Robin holds his breath.

On screen, Doyle stops. He stares at the reporter like the man is an insect.

"Provoked?" Doyle repeats. The word drips with venom.

"Well, the taunting..." the reporter stammers.

Doyle steps closer to the camera. He isn't the lazy midfielder anymore. He isn't the guy who just wants to play for fun.

"He is nineteen years old," Doyle says. His voice is low, shaking with rage. "He is a kid. A kid with more talent in his pinky than that butcher has in his entire life. He scored a hat-trick. He had fun. Since when is having fun a crime punishable by a broken leg?"

"But the disrespect..."

"Disrespect?" Doyle snaps. "Prince tried to end his career. That's not disrespect. That's assault. That's cowardice."
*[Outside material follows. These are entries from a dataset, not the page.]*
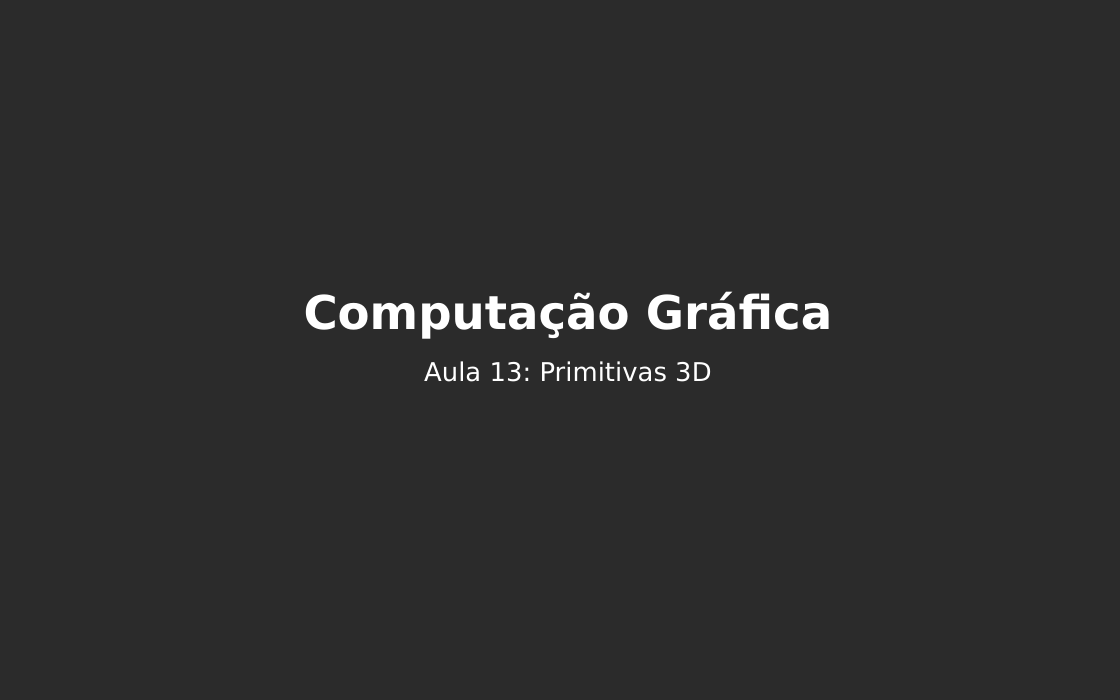
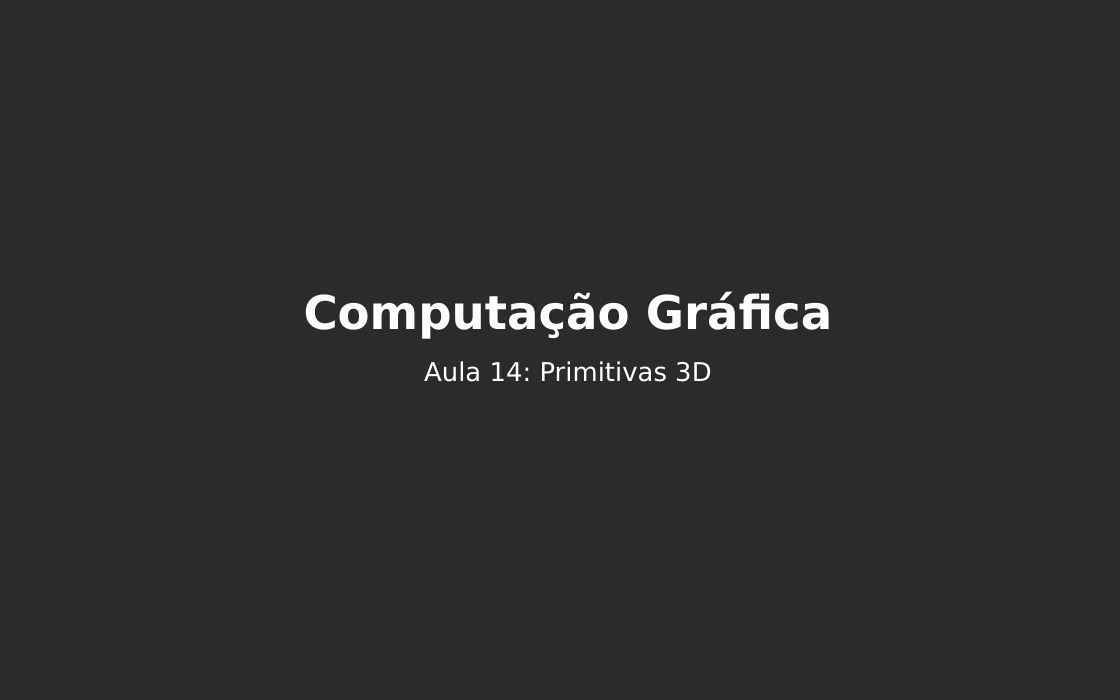
Before and after one commit to lpsoares/ComputacaoGrafica, a slide deck: slide 1 of aulas/14-primitivas_geometricas/aula14_primitivas_geometricas.pptx. Drawn at 1120x700 pixels with LibreOffice and Linux fonts; fonts in the diff are those of the drawing; background and template pictures are left out; a plain dark background stands for a picture behind light text. Boxes give left, top, right and bottom in pixels: in the first picture for what was removed or moved away, otherwise in the second. Text is boxed around its words. In the diff, an @@ line names an element or a change of style, - is before the commit and + after.

```diff
--- a/aulas/14-primitivas_geometricas/aula14_primitivas_geometricas.pptx
+++ b/aulas/14-primitivas_geometricas/aula14_primitivas_geometricas.pptx
@@ text at (x1=424, y1=361, x2=711, y2=382): text changed @@
-Aula 13: Primitivas 3D
+Aula 14: Primitivas 3D
```
Also in this commit, not shown: 1 slide added, 1 slide removed, 9 other files.
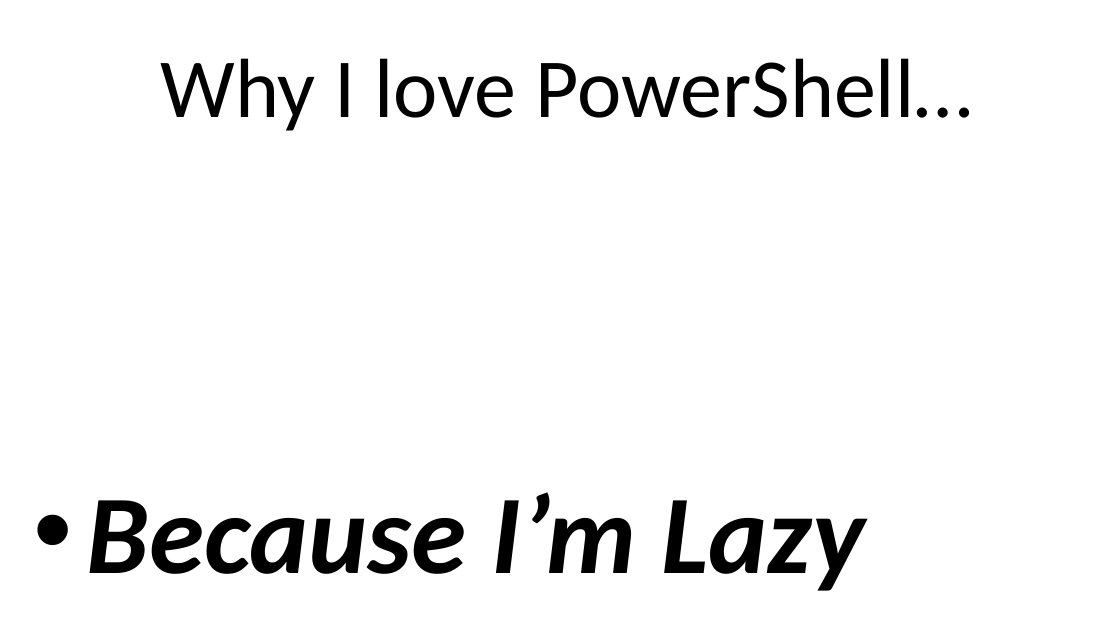
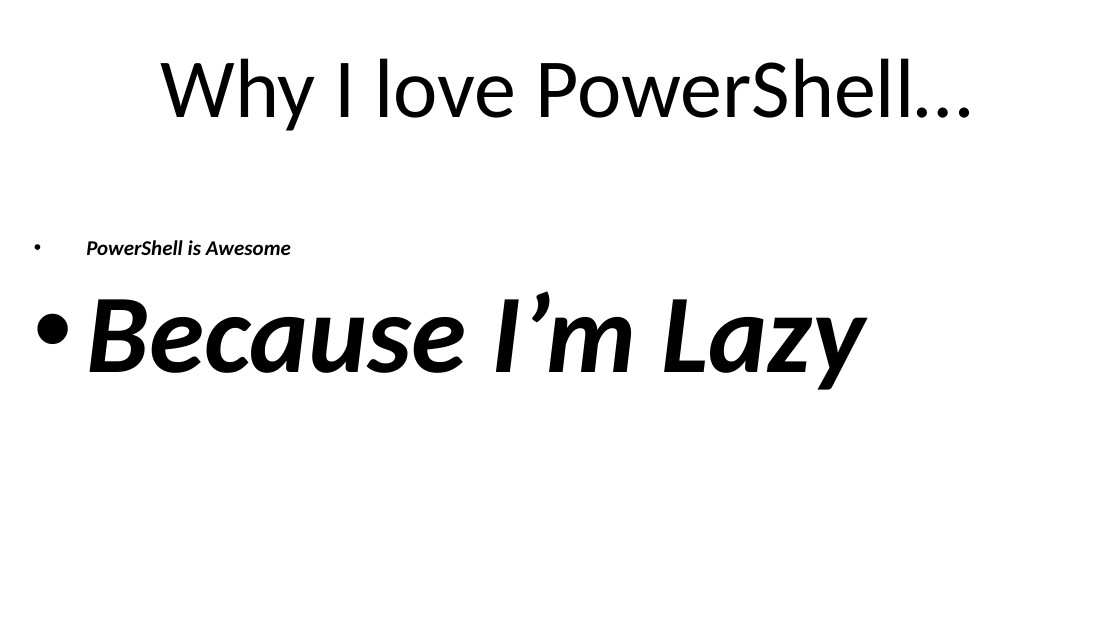
Before and after one commit to tk427/public, a slide deck: slide 3 of PowerShell/PowerShell_DogFood.pptx. Drawn at 1120x630 pixels with LibreOffice and Linux fonts; fonts in the diff are those of the drawing; background and template pictures are left out. Boxes give left, top, right and bottom in pixels: in the first picture for what was removed or moved away, otherwise in the second. Text is boxed around its words. In the diff, an @@ line names an element or a change of style, - is before the commit and + after.

```diff
--- a/PowerShell/PowerShell_DogFood.pptx
+++ b/PowerShell/PowerShell_DogFood.pptx
@@ text at (86,240,291,255): paragraph added @@
+• PowerShell is Awesome
```
Also in this commit, not shown: 2 other slides changed.
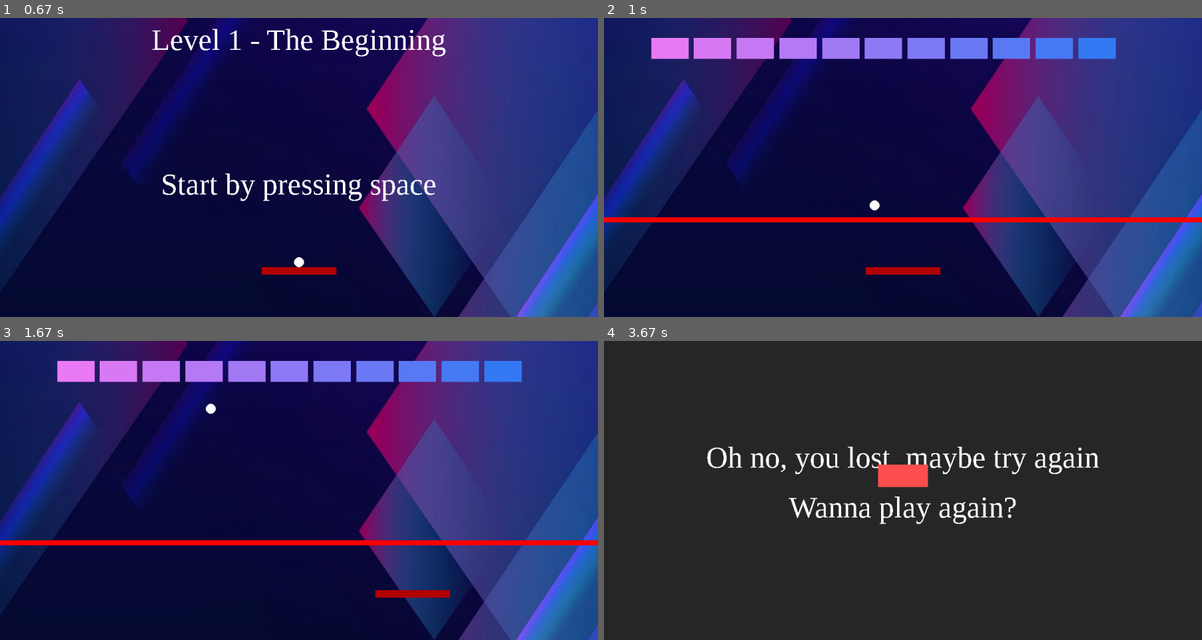
Above: before the commit, frames 1-4 (two rows, left to right).
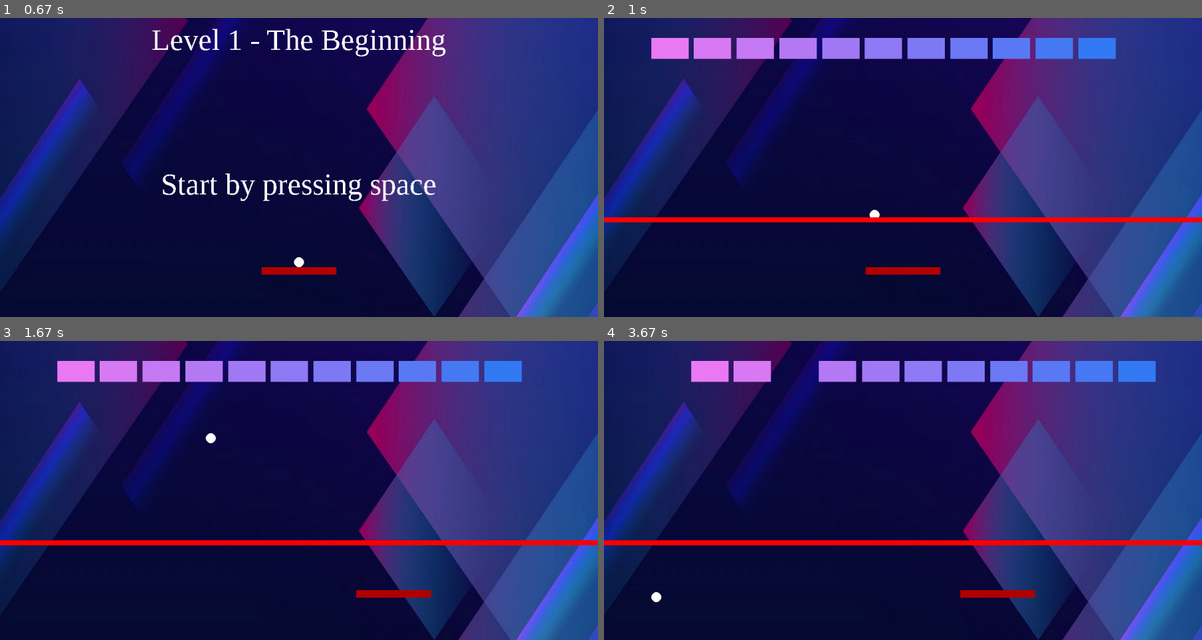
Above: after the commit, the same moments.

Repository: Kevin333221/INF-1400
Game: pygame game, started from Main.py
The game is run twice, just before and just after one commit, with the same random seed, the same clock (stepped at 60 frames per second) and the same inputs.
Inputs:
- Up to frame 1 (0.67 s): click "Start" at 0.38 s
- Up to frame 2 (1 s): tap Space at 0.67 s
- Up to frame 3 (1.67 s): hold Right 1-1.47 s; tap Space at 1.07, 1.37, 1.57 s; hold Right from 1.5 s (still down)
- Up to frame 4 (3.67 s): tap Space at 1.87, 2.07, 2.37, 2.63, 2.93, 3.07, 3.37 s; release Right at 1.97 s; hold Left 2-2.53 s; hold Left 2.57-2.97 s; hold Right 3-3.63 s

Frame 1 is identical in both runs. In frame 2, less than 0.1% of the frame differs, in the area x 44-47%, y 60-67%; in frame 3, 0.3%; in frame 4, 100%, in the area x 0-100%, y 0-100%.

Commit message:
Not fixed toggled exit

Diff:
--- a/Main.py
+++ b/Main.py
@@ -11,7 +11,6 @@
 screen_w = 1200
 screen_h = 600
 
-universal_speed = 6
 clock_tick = 60
 
 # Pygame init
@@ -185,8 +184,8 @@
 
     # User, Enemies
     user = Player.player(screen_w, screen_h)
-    ball_speed = int(screen_h/100)
-    ball1 = Ball.basic_ball(screen_w, screen_h, ball_speed)
+    object_speed = int(screen_h/120)
+    ball1 = Ball.basic_ball(screen_w, screen_h, object_speed)
 
     while level1_init:
         clock.tick(clock_tick)
@@ -212,12 +211,12 @@
 
             # Checks if the user presses Right-key og the Left-key
             keys = pygame.key.get_pressed()
-            user.walk(keys, ball_speed)
+            user.walk(keys, object_speed)
 
             # Checks if the ball hits the player
             if precode.intersect_rectangle_circle(user.pos, user.w, user.h, ball1.pos, ball1.r, ball1.dir):
                 ball_bounce.play()
-                user.ball_hit(ball1, ball_speed)
+                user.ball_hit(ball1, object_speed)
 
             # Renderer
             ball1.update()
@@ -283,7 +282,7 @@
     level2_BG = pygame.transform.smoothscale(pygame.image.load('Levels_BG/level2.jpg'), (screen_w, screen_h))
     enemies = enemies_create(arr)
     start_text = my_font_60.render("Start by pressing space", False, (255, 255, 255))
-    level1_title = my_font_60.render("Level 2 - Solid State", False, (255, 255, 255))
+    level1_title = my_font_60.render("Level 2 - Double Up", False, (255, 255, 255))
 
     # User, Enemies
     user = Player.player(screen_w, screen_h)
@@ -292,7 +291,7 @@
     elif screen_w == 1200:
         ball1 = Ball.basic_ball(screen_w, screen_h, 8)
     else:
-        ball1 = Ball.basic_ball(screen_w, screen_h, universal_speed)
+        ball1 = Ball.basic_ball(screen_w, screen_h, object_speed)
 
     while level2_init:
         for event in pygame.event.get():
@@ -318,12 +317,12 @@
 
             # Checks if the user presses Right-key og the Left-key
             keys = pygame.key.get_pressed()
-            user.walk(keys, universal_speed)
+            user.walk(keys, object_speed)
 
             # Checks if the ball hits the player
             if precode.intersect_rectangle_circle(user.pos, user.w, user.h, ball1.pos, ball1.r, ball1.dir):
                 ball_bounce.play()
-                user.ball_hit(ball1, universal_speed)
+                user.ball_hit(ball1, object_speed)
 
             # Renderer
             ball1.update()

Doyle looks straight into the lens. It feels like he's looking right into the hospital room.

"Robin Silver didn't provoke anything. He played beautiful football. And because he was too good, because they couldn't stop him, they broke him. Anyone who says he 'asked for it' is a coward too."

Doyle knocks the microphone away and walks out of the frame.

The screen cuts back to the studio anchors, looking stunned.

Robin stares at the black plastic of the TV frame.

Loyalty is a scam, he had told himself. Loyalty is only good when it is beneficial.

He remembers the burger joint. He remembers the training.

He feels a lump in his throat. It hurts more than the leg.

He turns off the TV.

The room goes back to white.

Beep. Beep. Beep.

Robin turns his head into the pillow. He pulls the sheet up over his face.

And for the first time since the snap, he cries.